Toddlers = Best Teachers?

– Nikitha. U, II B.Com (General)

Image source : Huffington Post

Kids. ‘Oh, they’re adorable’, ‘They can be really hard to handle’, ‘They have so much to learn’. It’s amusing how we try to sum up their complexities in so many ways that make us feel like our superiority is safe and intact. What we don’t realize is that kids are always one step ahead; that they aren’t simple enough to be confined within our clichéd understanding of them. Kids are an enigma. Decoding them at times is next to impossible, but when we do try, we are left behind with something different and unforeseen. That something could be an unexplainable bout of affection, a completely new perspective or an answer to the questions we’ve been seeking our entire lives.
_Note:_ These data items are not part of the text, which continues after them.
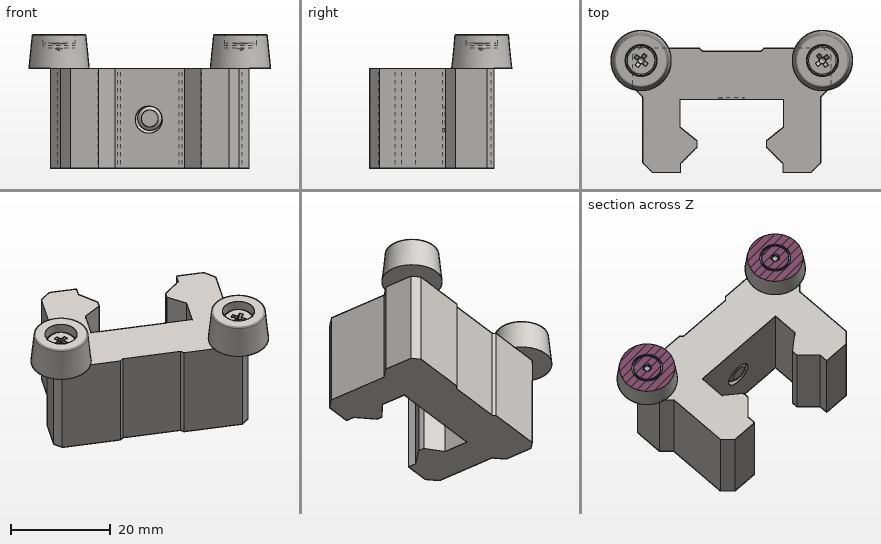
import cadquery as cq

body_height = 20.05
back_y = 25.0
bridge_half_width = 19.95
leg_half_width = 17.9
shoulder_y = 15.25
back_corner_chamfer = 1.45
foot_chamfer = 2.05

relief_half_width = 6.5
relief_depth = 0.6

slot_half_width = 10.4
slot_end_y = 14.65
slot_mouth_half_width = 10.25
tooth_half_gap = 6.95
tooth_root_y = 9.15
tooth_tip_back_y = 6.4
tooth_tip_front_y = 5.15

knob_spacing = 36.38
knob_radius = 6.05
knob_top_radius = 5.4
knob_height = 6.8
knob_y = 22.5
knob_edge_radius = 0.25

bore_radius = 3.2
bore_depth = 2.2
seat_radius = 3.05
seat_depth = 2.7
head_radius = 2.75
head_drop = 1.65

cross_reach = 1.45
cross_root = 0.5
cross_arm_width = 0.8
cross_depth = 1.2
cross_core_radius = 0.65
cross_tip_depth = 1.55
cross_angle = 37

set_screw_radius = 2.42
set_screw_tip_radius = 1.7
set_screw_tip_length = 0.5
set_screw_z = body_height / 2
flare_radius = 2.7
flare_shift_x = -0.2
flare_shift_z = -0.25


def make_body():
    shoulder_run = bridge_half_width - leg_half_width
    tooth_run = slot_mouth_half_width - tooth_half_gap
    half_outline = [
        (0, back_y - relief_depth),
        (relief_half_width - relief_depth, back_y - relief_depth),
        (relief_half_width, back_y),
        (bridge_half_width - back_corner_chamfer, back_y),
        (bridge_half_width, back_y - back_corner_chamfer),
        (bridge_half_width, shoulder_y + shoulder_run),
        (leg_half_width, shoulder_y),
        (leg_half_width, foot_chamfer),
        (leg_half_width - foot_chamfer, 0),
        (slot_mouth_half_width, 0),
        (slot_mouth_half_width, tooth_tip_front_y - tooth_run),
        (tooth_half_gap, tooth_tip_front_y),
        (tooth_half_gap, tooth_tip_back_y),
        (slot_half_width, tooth_root_y),
        (slot_half_width, slot_end_y),
        (0, slot_end_y),
    ]
    half = cq.Workplane("XY").polyline(half_outline).close().extrude(body_height)
    return half.union(half.mirror("YZ")).clean()


def make_cross_recess():
    """Cross-shaped cutter with its open face at Z = 0, pointing down."""
    core_outline = [
        (0, 0),
        (cross_core_radius, 0),
        (cross_core_radius, -cross_depth),
        (0, -cross_tip_depth),
    ]
    recess = cq.Workplane("XZ").polyline(core_outline).close().revolve(360, (0, 0), (0, 1))
    bar_outline = [
        (-cross_reach, 0),
        (cross_reach, 0),
        (cross_root, -cross_depth),
        (-cross_root, -cross_depth),
    ]
    bar = cq.Workplane("XZ").polyline(bar_outline).close().extrude(cross_arm_width / 2, both=True)
    for turn in (0, 90):
        recess = recess.union(bar.rotate((0, 0, 0), (0, 0, 1), turn + cross_angle))
    return recess


def make_knob():
    """Knob with its screw, standing on Z = 0 and centred on the Z axis."""
    step_z = knob_height - bore_depth
    seat_z = knob_height - seat_depth
    head_z = knob_height - head_drop
    section = [
        (0, 0),
        (knob_radius, 0),
        (knob_top_radius, knob_height),
        (bore_radius, knob_height),
        (bore_radius, step_z),
        (seat_radius, step_z),
        (seat_radius, seat_z),
        (head_radius, seat_z),
        (head_radius, head_z),
        (0, head_z),
    ]
    knob = cq.Workplane("XZ").polyline(section).close().revolve(360, (0, 0), (0, 1))
    outer_rim = cq.selectors.RadiusNthSelector(-1)
    knob = knob.faces(">Z").edges(outer_rim).fillet(knob_edge_radius)
    return knob.cut(make_cross_recess().translate((0, 0, head_z)))


def make_cone(start_center, start_radius, end_center, end_radius):
    """Frustum, straight or oblique, between two circles facing the slot."""
    toward_slot = cq.Vector(0, -1, 0)
    start = cq.Wire.makeCircle(start_radius, cq.Vector(*start_center), toward_slot)
    end = cq.Wire.makeCircle(end_radius, cq.Vector(*end_center), toward_slot)
    return cq.Workplane(cq.Solid.makeLoft([start, end], True))


hole_bottom = (0, slot_end_y + set_screw_tip_length, set_screw_z)
tip_center = (0, slot_end_y, set_screw_z)
flare_center = (flare_shift_x, slot_end_y, set_screw_z + flare_shift_z)

result = make_body()
result = result.cut(make_cone(hole_bottom, set_screw_radius, flare_center, flare_radius))
result = result.union(make_cone(hole_bottom, set_screw_radius, tip_center, set_screw_tip_radius))

right_knob = make_knob().translate((knob_spacing / 2, knob_y, body_height))
result = result.union(right_knob).union(right_knob.mirror("YZ"))

Take a minute to think about it. Would you ever laugh your heart out finding a little toy in the same place you found it the day before? And just be so happy and proud that everyone starts believing it’s a big deal? Most of us are probably so busy chasing a new life every day that we fail to appreciate what’s always been there for us, right where we want it. We forget that only if we give them the time and importance they deserve, will others know that said thing/person is something/someone that needs to be respected.

Ever noticed how kids question things we’ve known and accepted for as long as we can remember, and we are left to question if we actually ever knew them? And the only answer we can give them is ‘that’s just the way it is’, when, in fact, we know everything came about with a reason. As we get older, we make ourselves busy enough to assume that someone somewhere would’ve taken care of the what’s and the how’s. We want kids to learn, but what do we give them? Beliefs with no base, prejudiced acceptance, a forced need to fit in and a world that constantly tells them they’re wrong. So, when kids manage to break their way out of these and prove us wrong, the tables turn; we switch roles to become the ones that need to learn.

Kids teach us something with every little move. They teach us how beautiful a feeling it is to show and to be shown love without holding back. They show us that saying ‘No’ to something you aren’t comfortable with doesn’t need you to be physically stronger; that refusal isn’t rudeness, that age isn’t authority. But most of all, they teach us that just because you were crying minutes back and are smiling now like nothing happened does not mean you’re bipolar, a drama queen or an attention seeker; it only means that you have held on to that tiny little light somewhere and are too busy growing up and towards it to wait for others to allow you to be happy.